EXERCISE REQUIREMENTS:
Within the listing below, tally the lines where the word "lineTo" appears, and answer with nothing but the tally.

DATASET EXCERPTS:
------------------------

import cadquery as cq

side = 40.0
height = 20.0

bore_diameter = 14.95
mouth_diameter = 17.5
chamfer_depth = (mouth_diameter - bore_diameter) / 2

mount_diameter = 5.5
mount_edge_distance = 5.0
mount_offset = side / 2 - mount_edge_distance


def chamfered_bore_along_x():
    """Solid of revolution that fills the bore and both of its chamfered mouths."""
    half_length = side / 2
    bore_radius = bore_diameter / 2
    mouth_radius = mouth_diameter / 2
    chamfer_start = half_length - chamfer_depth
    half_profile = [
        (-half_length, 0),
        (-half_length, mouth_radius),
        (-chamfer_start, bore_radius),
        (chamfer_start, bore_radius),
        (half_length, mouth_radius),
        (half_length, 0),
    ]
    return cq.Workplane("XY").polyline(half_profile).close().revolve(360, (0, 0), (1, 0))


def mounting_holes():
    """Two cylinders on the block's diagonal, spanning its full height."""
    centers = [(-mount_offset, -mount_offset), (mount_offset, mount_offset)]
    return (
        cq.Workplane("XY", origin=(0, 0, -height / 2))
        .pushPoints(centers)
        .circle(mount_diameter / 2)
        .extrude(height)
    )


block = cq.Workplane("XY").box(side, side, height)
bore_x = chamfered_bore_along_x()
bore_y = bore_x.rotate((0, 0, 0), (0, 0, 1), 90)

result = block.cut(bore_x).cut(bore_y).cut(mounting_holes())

------------------------

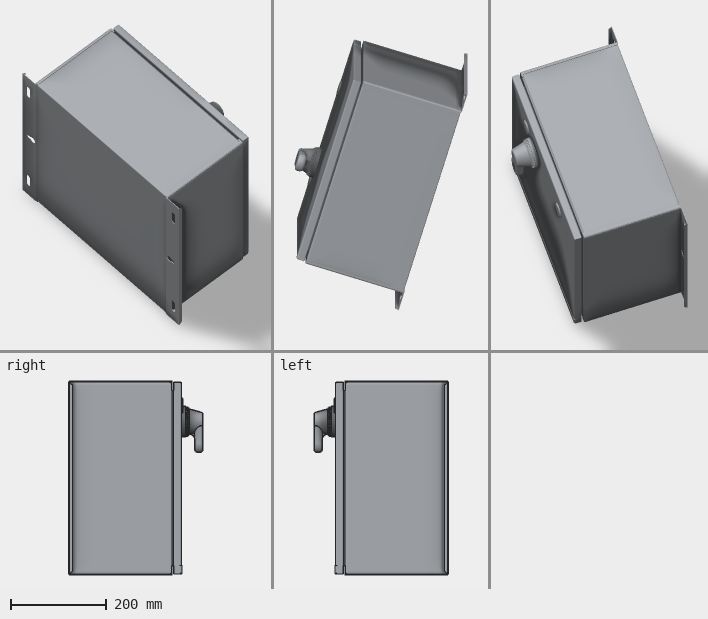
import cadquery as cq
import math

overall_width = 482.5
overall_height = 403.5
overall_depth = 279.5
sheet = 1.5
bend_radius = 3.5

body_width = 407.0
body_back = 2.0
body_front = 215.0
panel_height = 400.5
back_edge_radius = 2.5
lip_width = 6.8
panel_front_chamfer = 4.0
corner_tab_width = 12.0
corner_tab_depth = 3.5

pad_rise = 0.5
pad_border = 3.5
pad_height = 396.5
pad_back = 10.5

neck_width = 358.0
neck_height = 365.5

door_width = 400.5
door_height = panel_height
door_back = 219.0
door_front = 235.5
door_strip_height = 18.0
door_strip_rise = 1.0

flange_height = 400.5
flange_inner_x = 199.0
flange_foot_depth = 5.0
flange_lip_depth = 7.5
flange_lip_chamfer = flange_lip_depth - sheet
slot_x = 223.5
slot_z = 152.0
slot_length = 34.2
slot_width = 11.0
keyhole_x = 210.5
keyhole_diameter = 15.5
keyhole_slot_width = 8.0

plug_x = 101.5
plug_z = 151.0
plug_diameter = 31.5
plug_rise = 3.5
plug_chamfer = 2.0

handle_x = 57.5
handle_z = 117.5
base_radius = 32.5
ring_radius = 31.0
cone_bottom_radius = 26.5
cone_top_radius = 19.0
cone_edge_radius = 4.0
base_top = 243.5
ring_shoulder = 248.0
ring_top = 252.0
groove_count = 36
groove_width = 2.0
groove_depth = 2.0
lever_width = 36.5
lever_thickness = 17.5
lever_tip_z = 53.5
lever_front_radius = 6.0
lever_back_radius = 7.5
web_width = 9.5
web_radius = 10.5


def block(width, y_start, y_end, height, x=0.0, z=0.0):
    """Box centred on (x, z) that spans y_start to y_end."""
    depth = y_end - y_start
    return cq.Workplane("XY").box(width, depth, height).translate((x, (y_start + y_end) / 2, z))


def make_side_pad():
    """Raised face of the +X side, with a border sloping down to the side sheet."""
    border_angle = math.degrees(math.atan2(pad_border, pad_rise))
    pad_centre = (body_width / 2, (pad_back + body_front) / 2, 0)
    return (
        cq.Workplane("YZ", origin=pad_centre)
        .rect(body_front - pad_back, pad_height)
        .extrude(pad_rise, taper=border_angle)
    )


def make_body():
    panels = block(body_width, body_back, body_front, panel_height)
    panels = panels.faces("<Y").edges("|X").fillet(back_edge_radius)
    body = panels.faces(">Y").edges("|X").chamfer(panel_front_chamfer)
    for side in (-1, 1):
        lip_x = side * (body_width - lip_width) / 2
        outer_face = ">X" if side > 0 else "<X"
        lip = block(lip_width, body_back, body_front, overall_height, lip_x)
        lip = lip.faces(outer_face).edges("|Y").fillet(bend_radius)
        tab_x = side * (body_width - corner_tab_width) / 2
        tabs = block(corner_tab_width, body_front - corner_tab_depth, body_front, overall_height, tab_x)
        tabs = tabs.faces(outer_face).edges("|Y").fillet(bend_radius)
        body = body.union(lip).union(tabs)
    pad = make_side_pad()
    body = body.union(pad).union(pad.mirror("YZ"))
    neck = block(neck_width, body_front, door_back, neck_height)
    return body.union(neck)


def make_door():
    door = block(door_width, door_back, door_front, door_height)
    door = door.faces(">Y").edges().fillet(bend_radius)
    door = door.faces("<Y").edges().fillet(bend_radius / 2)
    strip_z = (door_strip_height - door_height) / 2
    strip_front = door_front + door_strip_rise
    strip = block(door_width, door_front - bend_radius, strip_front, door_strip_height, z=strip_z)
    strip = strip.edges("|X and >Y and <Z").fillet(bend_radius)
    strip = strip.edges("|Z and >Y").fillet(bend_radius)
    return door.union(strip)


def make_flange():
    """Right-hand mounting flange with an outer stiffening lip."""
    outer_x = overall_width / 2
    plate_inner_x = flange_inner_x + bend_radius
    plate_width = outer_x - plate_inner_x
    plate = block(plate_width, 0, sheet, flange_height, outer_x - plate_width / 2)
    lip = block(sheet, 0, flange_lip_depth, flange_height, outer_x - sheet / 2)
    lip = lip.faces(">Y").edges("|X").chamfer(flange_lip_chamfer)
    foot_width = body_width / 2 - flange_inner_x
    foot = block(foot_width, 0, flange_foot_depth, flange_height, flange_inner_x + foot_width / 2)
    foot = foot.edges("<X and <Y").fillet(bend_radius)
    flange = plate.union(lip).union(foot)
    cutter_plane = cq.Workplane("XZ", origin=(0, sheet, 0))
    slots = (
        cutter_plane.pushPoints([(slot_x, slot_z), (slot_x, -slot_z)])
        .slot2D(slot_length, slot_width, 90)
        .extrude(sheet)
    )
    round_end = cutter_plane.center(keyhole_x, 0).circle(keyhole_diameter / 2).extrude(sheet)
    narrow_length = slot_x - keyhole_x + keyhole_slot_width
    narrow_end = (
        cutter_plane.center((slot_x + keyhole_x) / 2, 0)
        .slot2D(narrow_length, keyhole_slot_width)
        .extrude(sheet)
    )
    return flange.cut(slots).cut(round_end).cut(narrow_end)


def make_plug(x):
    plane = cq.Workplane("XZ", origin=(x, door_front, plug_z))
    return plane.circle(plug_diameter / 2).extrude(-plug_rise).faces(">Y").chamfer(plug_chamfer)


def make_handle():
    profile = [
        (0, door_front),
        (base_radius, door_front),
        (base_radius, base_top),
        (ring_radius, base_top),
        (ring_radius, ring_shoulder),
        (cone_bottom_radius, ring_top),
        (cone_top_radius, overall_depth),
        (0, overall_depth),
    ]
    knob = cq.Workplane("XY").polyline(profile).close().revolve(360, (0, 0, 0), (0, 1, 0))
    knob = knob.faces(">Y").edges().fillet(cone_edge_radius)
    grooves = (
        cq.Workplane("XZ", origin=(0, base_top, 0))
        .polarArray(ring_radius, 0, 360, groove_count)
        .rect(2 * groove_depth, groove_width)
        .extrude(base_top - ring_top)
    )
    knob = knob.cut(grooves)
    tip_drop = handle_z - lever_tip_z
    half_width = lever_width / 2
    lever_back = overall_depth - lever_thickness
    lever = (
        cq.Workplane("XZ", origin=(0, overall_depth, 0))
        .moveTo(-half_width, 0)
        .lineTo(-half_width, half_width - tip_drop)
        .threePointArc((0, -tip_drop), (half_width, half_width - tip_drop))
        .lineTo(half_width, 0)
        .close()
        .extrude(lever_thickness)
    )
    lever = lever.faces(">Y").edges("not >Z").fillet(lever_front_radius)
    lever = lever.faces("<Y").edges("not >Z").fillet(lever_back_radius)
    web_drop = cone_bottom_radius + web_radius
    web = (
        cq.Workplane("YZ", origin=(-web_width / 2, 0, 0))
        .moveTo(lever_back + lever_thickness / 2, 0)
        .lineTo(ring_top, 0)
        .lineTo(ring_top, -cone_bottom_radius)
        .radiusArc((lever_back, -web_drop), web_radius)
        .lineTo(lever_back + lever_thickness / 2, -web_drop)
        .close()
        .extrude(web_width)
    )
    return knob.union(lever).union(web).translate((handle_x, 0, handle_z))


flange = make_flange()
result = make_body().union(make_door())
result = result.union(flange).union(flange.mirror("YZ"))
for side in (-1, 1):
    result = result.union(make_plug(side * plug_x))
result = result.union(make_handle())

------------------------

REPLY:
5